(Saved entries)

---*---

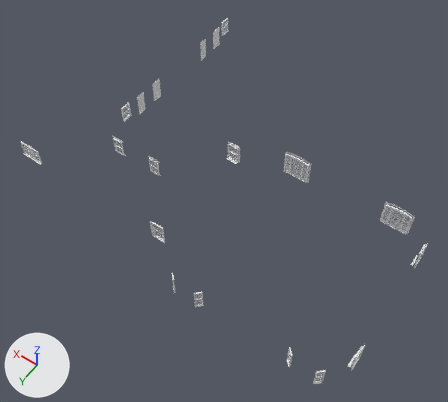
Two versions of the glTF model na-project-portal/26-Projects/RB05__WestFarm/30__TrueVision__AppContent/DesignPhase01__ConceptDesign__Scheme-02/RB05__Storey__GroundFloor__ProposedWindows__MeshModel__.glb, one commit apart.
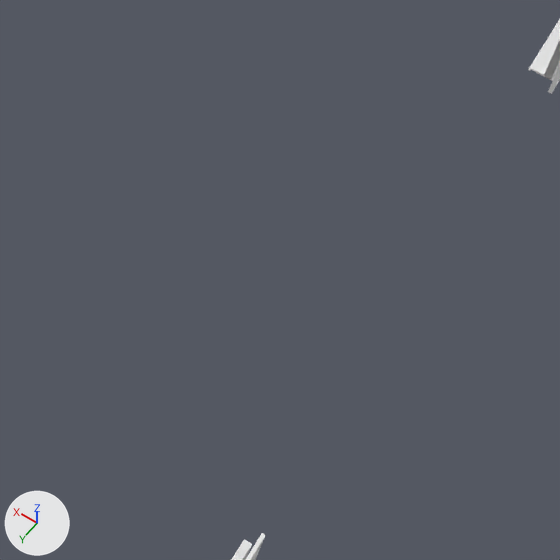
Each version is shown whole from a camera (50 mm lens) standing at (0.89, 51.95, 47.84) and looking at (23.2, 20.72, -1.23), then close up on the part from 71% to 93% of the width and 63% to 87% of the height. Arrows for +X, +Y and +Z are at lower left; the lights stay in place. The older version's two pictures come first. Vertices at exactly the same position are counted once.

In view in the first close-up: 'Window__WestFascade__GroundFloor-02_ID23333087' and 3 more.
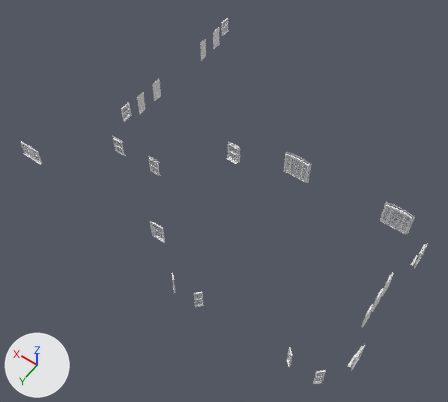
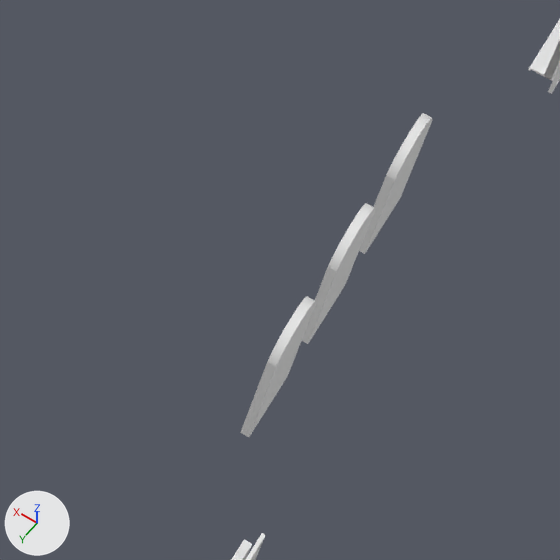
Boxes [x1, y1, x2, y2] around the edits, measured in the close-ups (560 x 560 px):
'24__ProposedBuilding__Windows::Default', reshaped (not visible before): after [240, 113, 433, 437]
part 1 of me_mesh_0_24__proposedbuilding__windows__default, added: after [359, 113, 433, 254]
part 2 of me_mesh_0_24__proposedbuilding__windows__default, added: after [302, 203, 375, 344]
part 3 of me_mesh_0_24__proposedbuilding__windows__default, added: after [240, 296, 316, 437]

Diff of the bpy script that builds the scene:
```diff
--- a/na-project-portal/26-Projects/RB05__WestFarm/30__TrueVision__AppContent/DesignPhase01__ConceptDesign__Scheme-02/RB05__Storey__GroundFloor__ProposedWindows__MeshModel__.glb.py
+++ b/na-project-portal/26-Projects/RB05__WestFarm/30__TrueVision__AppContent/DesignPhase01__ConceptDesign__Scheme-02/RB05__Storey__GroundFloor__ProposedWindows__MeshModel__.glb.py
@@ me_mesh_0_24__proposedbuilding__windows__default @@
 # used by ob_24__proposedbuilding__windows__default; location = (0.0, 0.0, 0.0)
-me_mesh_0_24__proposedbuilding__windows__default.from_pydata(...)  # 1434 vertices, 2436 faces; spans x 24.0..41.3, y 2.3..29.0, z 0.0..2.7
+me_mesh_0_24__proposedbuilding__windows__default.from_pydata(...)  # 1668 vertices, 2892 faces; spans x 5.3..41.3, y 2.3..29.0, z -0.1..2.7
+# me_mesh_0_24__proposedbuilding__windows__default part 1: a new loose piece of 78 vertices spanning x 5.3..5.4, y 20.9..22.0, z -0.1..2.6, in mat_default (white #e7e7e7)
+# me_mesh_0_24__proposedbuilding__windows__default part 2: a new loose piece of 78 vertices spanning x 5.3..5.4, y 22.7..23.9, z -0.1..2.6, in mat_default (white #e7e7e7)
+# me_mesh_0_24__proposedbuilding__windows__default part 3: a new loose piece of 78 vertices spanning x 5.3..5.4, y 24.5..25.8, z -0.1..2.6, in mat_default (white #e7e7e7)
 me_mesh_0_24__proposedbuilding__windows__default.materials.append(mat_default)
```

---*---

This exercise calls for the line containing "113, 433, 437]" and each line after it in the records, copied exactly.

'24__ProposedBuilding__Windows::Default', reshaped (not visible before): after [240, 113, 433, 437]
part 1 of me_mesh_0_24__proposedbuilding__windows__default, added: after [359, 113, 433, 254]
part 2 of me_mesh_0_24__proposedbuilding__windows__default, added: after [302, 203, 375, 344]
part 3 of me_mesh_0_24__proposedbuilding__windows__default, added: after [240, 296, 316, 437]

Diff of the bpy script that builds the scene:
```diff
--- a/na-project-portal/26-Projects/RB05__WestFarm/30__TrueVision__AppContent/DesignPhase01__ConceptDesign__Scheme-02/RB05__Storey__GroundFloor__ProposedWindows__MeshModel__.glb.py
+++ b/na-project-portal/26-Projects/RB05__WestFarm/30__TrueVision__AppContent/DesignPhase01__ConceptDesign__Scheme-02/RB05__Storey__GroundFloor__ProposedWindows__MeshModel__.glb.py
@@ me_mesh_0_24__proposedbuilding__windows__default @@
 # used by ob_24__proposedbuilding__windows__default; location = (0.0, 0.0, 0.0)
-me_mesh_0_24__proposedbuilding__windows__default.from_pydata(...)  # 1434 vertices, 2436 faces; spans x 24.0..41.3, y 2.3..29.0, z 0.0..2.7
+me_mesh_0_24__proposedbuilding__windows__default.from_pydata(...)  # 1668 vertices, 2892 faces; spans x 5.3..41.3, y 2.3..29.0, z -0.1..2.7
+# me_mesh_0_24__proposedbuilding__windows__default part 1: a new loose piece of 78 vertices spanning x 5.3..5.4, y 20.9..22.0, z -0.1..2.6, in mat_default (white #e7e7e7)
+# me_mesh_0_24__proposedbuilding__windows__default part 2: a new loose piece of 78 vertices spanning x 5.3..5.4, y 22.7..23.9, z -0.1..2.6, in mat_default (white #e7e7e7)
+# me_mesh_0_24__proposedbuilding__windows__default part 3: a new loose piece of 78 vertices spanning x 5.3..5.4, y 24.5..25.8, z -0.1..2.6, in mat_default (white #e7e7e7)
 me_mesh_0_24__proposedbuilding__windows__default.materials.append(mat_default)
```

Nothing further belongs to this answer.